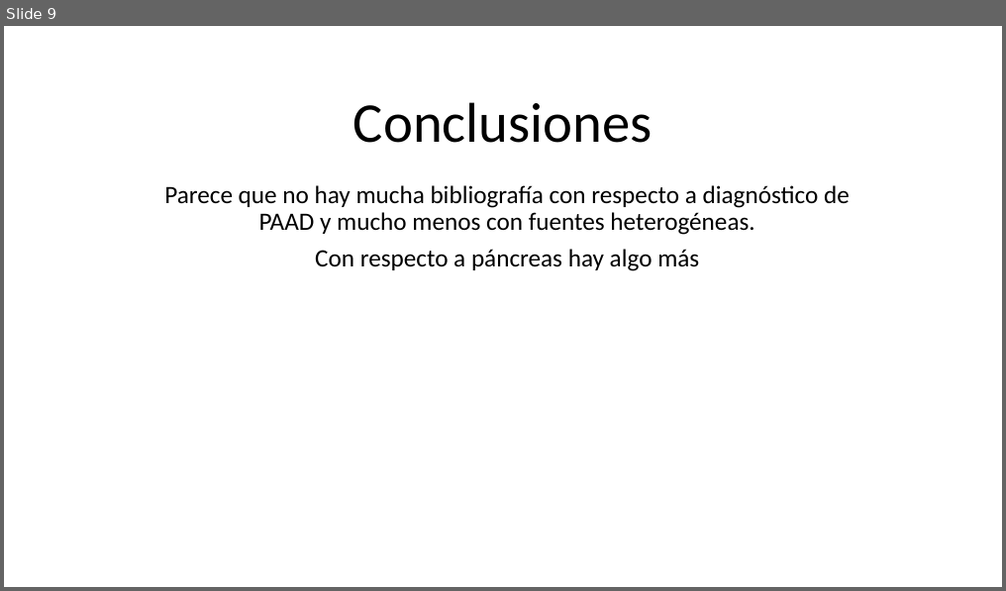
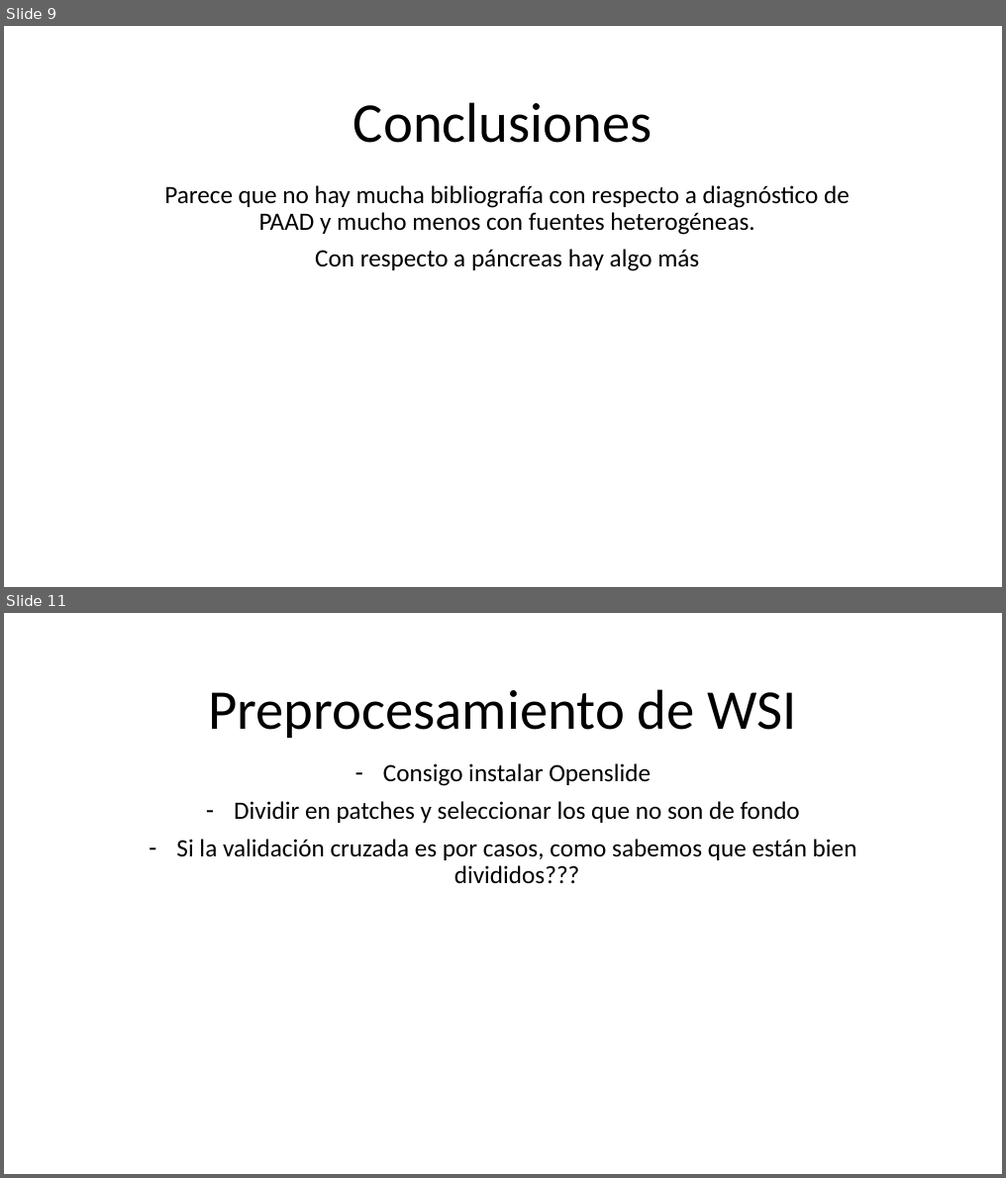
Before and after one commit to alejandroborj/heterogeneous-data, a slide deck: pregunta.pptx. Shown one above the other, each under a label of ours: slide 9 before the commit, slides 9 and 11 after it; the slides between them are not shown. The pictures are 1006x591 and 1006x1178 pixels, drawn with LibreOffice and Linux fonts; fonts in the diff are those of the drawing. Boxes give left, top, right and bottom in pixels: in the first picture for what was removed or moved away, otherwise in the second. Text is boxed around its words. In the diff, an @@ line names an element or a change of style, - is before the commit and + after.

```diff
--- a/pregunta.pptx
+++ b/pregunta.pptx
@@ slide 11 added at <box>4,613,1002,1174</box>, background #FFFFFF @@
@@ title added at <box>209,689,797,738</box>, 54 pt, text #000000 @@
+Preprocesamiento de WSI
@@ subtitle added at <box>176,763,857,883</box>, 24 pt, text #000000 @@
+– Consigo instalar Openslide
+– Dividir en patches y seleccionar los que no son de fondo
+– Si la validación cruzada es por casos, como sabemos que están bien divididos???
```
Also in this commit, not shown: 4 other slides added, 1 slide removed, 7 other files.

■ ■ ■ ■ ■ ■ ■

ABOUT THIS EXERCISE »
The records above are to be transcribed exactly, with every picture left out.

EXERCISE OUTPUT »
Before and after one commit to alejandroborj/heterogeneous-data, a slide deck: pregunta.pptx. Shown one above the other, each under a label of ours: slide 9 before the commit, slides 9 and 11 after it; the slides between them are not shown. The pictures are 1006x591 and 1006x1178 pixels, drawn with LibreOffice and Linux fonts; fonts in the diff are those of the drawing. Boxes give left, top, right and bottom in pixels: in the first picture for what was removed or moved away, otherwise in the second. Text is boxed around its words. In the diff, an @@ line names an element or a change of style, - is before the commit and + after.

```diff
--- a/pregunta.pptx
+++ b/pregunta.pptx
@@ slide 11 added at <box>4,613,1002,1174</box>, background #FFFFFF @@
@@ title added at <box>209,689,797,738</box>, 54 pt, text #000000 @@
+Preprocesamiento de WSI
@@ subtitle added at <box>176,763,857,883</box>, 24 pt, text #000000 @@
+– Consigo instalar Openslide
+– Dividir en patches y seleccionar los que no son de fondo
+– Si la validación cruzada es por casos, como sabemos que están bien divididos???
```
Also in this commit, not shown: 4 other slides added, 1 slide removed, 7 other files.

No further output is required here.